TASK DETAILS » Look through the records and copy each line that has "velocity" in it.

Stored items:
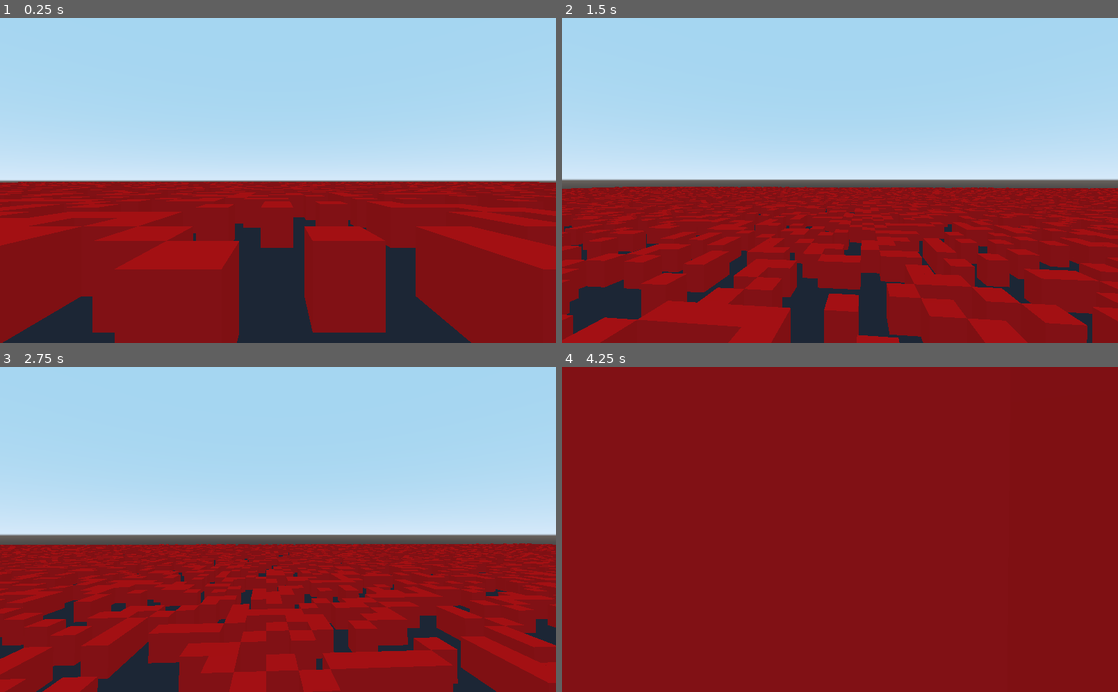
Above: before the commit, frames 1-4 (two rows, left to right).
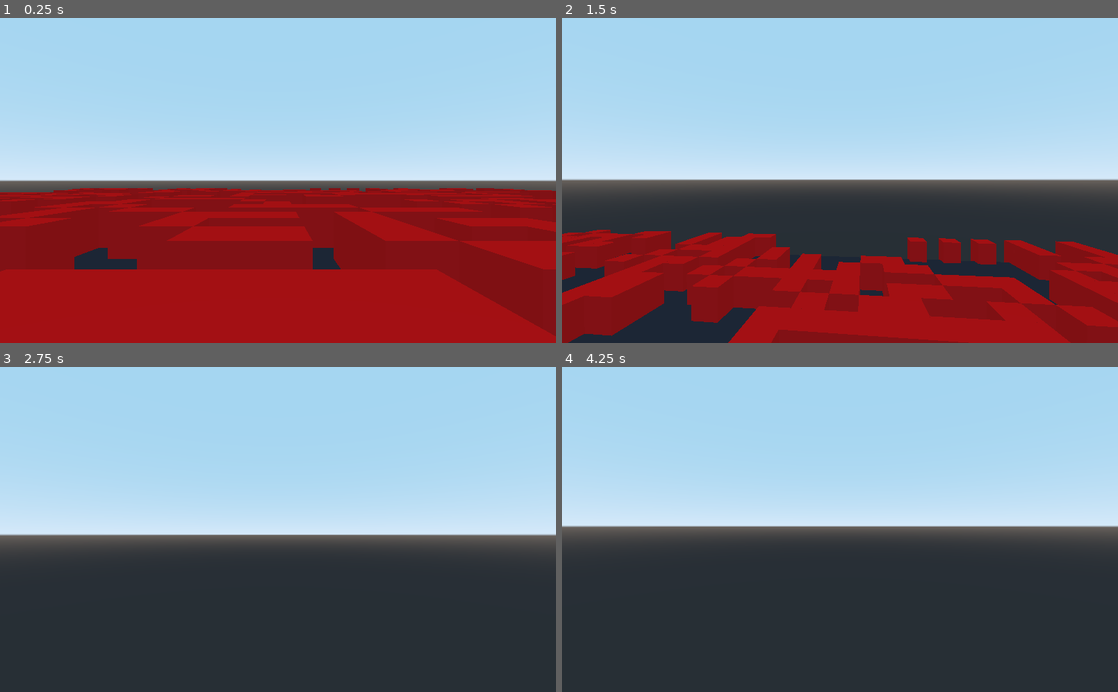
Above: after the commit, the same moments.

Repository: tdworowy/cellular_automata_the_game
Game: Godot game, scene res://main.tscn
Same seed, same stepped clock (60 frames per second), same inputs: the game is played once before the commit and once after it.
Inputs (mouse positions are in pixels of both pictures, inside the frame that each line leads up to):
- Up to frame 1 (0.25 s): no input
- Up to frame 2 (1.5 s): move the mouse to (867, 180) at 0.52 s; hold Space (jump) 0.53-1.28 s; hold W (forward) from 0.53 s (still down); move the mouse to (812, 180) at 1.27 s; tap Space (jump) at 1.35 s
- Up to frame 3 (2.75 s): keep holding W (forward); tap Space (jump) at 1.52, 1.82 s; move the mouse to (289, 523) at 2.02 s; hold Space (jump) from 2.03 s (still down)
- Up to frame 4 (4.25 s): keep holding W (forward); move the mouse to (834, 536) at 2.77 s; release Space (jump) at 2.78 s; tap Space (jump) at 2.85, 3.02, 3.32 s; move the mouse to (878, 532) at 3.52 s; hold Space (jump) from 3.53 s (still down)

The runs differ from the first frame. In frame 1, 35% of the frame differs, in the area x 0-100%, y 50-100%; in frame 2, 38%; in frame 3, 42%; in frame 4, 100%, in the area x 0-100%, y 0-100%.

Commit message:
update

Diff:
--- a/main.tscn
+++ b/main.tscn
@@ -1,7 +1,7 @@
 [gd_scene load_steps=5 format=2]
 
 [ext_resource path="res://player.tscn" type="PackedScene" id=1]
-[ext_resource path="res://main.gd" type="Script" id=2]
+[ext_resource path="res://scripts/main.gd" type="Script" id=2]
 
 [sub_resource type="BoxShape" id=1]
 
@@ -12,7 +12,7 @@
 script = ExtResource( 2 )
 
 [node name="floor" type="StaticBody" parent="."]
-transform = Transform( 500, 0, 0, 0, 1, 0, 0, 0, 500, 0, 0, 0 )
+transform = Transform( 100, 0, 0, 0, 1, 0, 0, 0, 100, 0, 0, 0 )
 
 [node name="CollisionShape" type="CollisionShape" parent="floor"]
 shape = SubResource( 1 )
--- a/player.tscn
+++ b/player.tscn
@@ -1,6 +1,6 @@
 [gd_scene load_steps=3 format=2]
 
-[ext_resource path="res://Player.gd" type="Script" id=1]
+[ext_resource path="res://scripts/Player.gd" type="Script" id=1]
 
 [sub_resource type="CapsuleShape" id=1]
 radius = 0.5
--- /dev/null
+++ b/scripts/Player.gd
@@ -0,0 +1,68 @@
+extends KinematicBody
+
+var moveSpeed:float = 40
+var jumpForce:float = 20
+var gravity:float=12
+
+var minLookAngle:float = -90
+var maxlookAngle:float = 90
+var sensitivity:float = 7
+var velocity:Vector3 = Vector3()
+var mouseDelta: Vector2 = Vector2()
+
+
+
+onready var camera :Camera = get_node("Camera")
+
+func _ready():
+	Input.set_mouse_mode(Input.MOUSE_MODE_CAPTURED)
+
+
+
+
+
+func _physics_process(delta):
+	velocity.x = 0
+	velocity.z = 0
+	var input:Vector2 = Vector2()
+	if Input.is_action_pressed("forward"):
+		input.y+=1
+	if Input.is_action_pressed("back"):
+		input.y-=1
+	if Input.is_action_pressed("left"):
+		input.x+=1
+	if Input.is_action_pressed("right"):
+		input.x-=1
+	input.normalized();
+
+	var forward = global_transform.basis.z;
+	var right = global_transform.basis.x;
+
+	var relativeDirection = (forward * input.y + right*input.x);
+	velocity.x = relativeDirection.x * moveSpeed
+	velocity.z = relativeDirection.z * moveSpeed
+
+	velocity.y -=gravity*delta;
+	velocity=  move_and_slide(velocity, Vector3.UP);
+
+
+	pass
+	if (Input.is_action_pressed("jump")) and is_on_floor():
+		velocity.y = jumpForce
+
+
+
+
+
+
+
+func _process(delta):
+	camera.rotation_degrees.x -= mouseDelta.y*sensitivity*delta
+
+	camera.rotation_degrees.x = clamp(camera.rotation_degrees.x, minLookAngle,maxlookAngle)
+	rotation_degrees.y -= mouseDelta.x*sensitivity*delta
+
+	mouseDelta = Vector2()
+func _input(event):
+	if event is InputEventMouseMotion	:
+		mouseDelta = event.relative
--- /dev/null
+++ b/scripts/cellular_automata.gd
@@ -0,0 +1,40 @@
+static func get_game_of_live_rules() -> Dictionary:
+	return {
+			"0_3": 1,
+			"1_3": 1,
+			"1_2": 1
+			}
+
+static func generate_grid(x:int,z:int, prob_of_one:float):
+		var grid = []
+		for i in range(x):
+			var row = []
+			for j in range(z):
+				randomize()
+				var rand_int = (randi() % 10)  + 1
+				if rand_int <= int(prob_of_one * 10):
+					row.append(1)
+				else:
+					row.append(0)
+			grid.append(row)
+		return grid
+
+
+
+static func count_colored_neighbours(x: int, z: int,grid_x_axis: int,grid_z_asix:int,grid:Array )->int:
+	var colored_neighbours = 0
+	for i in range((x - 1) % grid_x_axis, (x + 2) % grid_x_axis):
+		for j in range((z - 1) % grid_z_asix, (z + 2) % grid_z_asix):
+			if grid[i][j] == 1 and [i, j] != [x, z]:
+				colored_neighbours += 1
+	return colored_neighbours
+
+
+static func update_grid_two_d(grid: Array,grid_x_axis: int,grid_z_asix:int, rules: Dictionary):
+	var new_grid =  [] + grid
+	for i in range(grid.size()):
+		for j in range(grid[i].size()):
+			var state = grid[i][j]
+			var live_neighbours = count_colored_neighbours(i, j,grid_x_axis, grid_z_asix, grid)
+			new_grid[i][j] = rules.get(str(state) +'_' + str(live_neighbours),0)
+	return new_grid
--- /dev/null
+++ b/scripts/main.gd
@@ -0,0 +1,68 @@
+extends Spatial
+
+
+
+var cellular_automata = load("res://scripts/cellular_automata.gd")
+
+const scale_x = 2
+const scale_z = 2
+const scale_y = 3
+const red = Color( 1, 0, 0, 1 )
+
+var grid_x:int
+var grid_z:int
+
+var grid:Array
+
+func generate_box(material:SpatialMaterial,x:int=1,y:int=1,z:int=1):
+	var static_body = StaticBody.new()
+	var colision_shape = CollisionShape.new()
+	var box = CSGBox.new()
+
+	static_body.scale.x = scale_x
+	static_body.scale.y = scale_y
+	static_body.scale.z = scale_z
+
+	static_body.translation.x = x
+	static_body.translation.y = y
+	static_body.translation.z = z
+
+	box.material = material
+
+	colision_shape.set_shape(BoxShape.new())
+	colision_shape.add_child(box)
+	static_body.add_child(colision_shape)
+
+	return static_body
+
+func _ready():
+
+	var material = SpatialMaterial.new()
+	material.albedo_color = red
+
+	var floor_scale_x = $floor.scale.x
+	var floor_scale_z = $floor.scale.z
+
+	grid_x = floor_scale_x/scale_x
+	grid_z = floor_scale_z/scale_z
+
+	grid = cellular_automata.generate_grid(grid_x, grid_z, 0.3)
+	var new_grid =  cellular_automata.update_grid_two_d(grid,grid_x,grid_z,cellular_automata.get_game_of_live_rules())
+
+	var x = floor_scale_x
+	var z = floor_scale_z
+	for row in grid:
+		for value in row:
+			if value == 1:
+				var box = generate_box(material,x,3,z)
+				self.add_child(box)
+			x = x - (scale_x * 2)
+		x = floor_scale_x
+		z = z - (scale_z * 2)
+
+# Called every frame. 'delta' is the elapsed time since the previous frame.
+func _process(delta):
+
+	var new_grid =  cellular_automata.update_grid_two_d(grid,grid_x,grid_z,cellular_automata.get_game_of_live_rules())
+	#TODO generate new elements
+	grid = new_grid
--
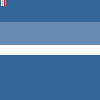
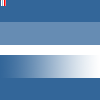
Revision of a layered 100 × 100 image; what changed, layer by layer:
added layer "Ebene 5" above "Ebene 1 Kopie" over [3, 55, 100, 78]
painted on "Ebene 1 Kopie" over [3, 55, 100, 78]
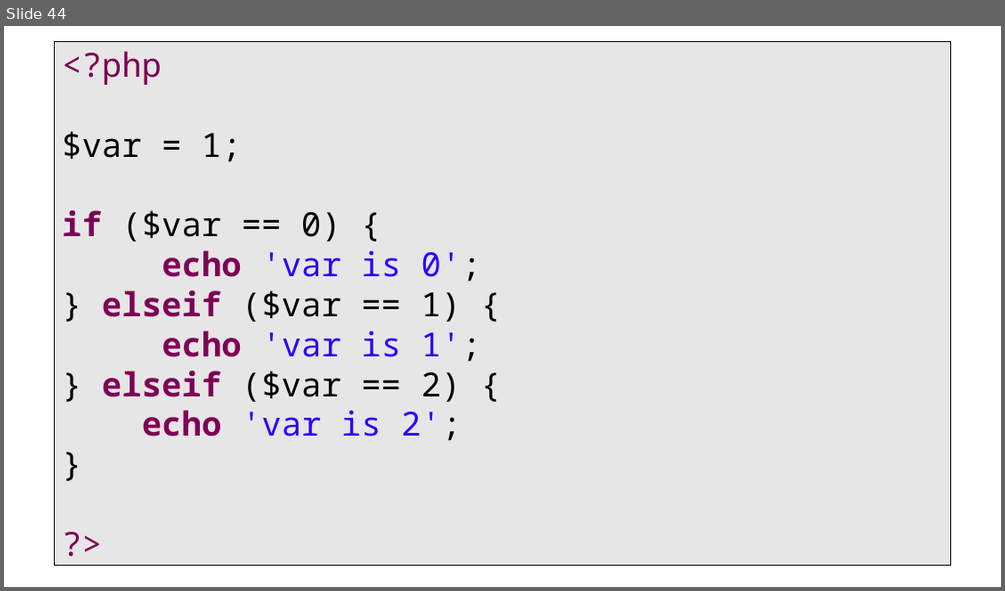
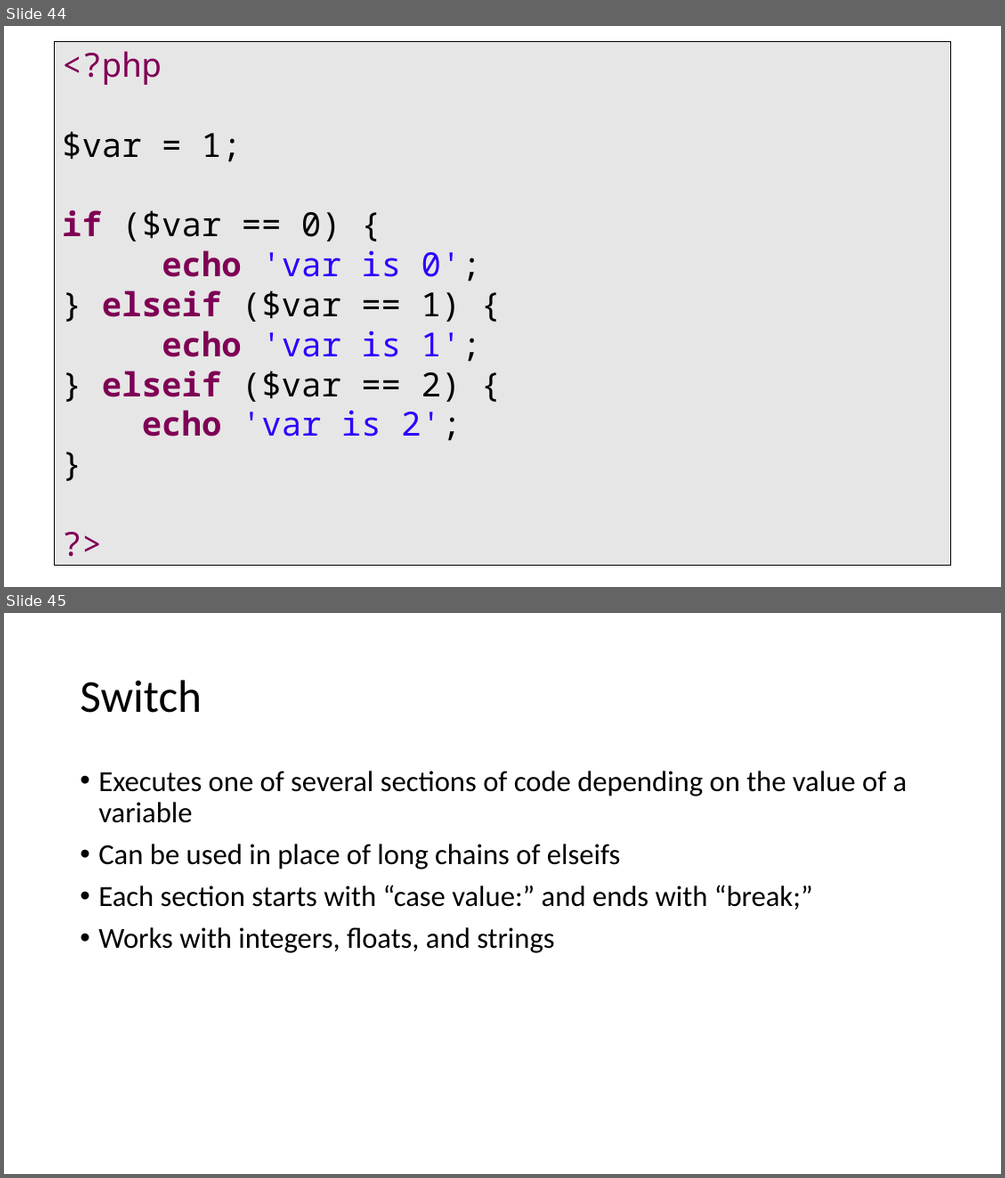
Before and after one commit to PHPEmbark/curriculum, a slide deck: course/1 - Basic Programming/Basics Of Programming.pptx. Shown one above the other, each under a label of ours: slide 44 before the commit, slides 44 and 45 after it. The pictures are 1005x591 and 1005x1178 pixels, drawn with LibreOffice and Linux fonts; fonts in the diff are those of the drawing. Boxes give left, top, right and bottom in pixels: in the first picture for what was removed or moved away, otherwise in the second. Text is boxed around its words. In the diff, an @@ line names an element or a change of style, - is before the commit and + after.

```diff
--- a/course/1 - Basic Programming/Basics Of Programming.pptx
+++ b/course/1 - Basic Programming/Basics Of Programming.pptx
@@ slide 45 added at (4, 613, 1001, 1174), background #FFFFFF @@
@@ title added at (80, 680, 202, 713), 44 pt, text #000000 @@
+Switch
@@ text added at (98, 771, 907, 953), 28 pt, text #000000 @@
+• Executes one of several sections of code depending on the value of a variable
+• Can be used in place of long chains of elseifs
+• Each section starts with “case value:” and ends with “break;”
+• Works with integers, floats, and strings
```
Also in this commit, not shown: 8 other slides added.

RESPONSE BELOW »
+var velocity:Vector3 = Vector3()
+	velocity.x = 0
+	velocity.z = 0
+	velocity.x = relativeDirection.x * moveSpeed
+	velocity.z = relativeDirection.z * moveSpeed
+	velocity.y -=gravity*delta;
+	velocity=  move_and_slide(velocity, Vector3.UP);
+		velocity.y = jumpForce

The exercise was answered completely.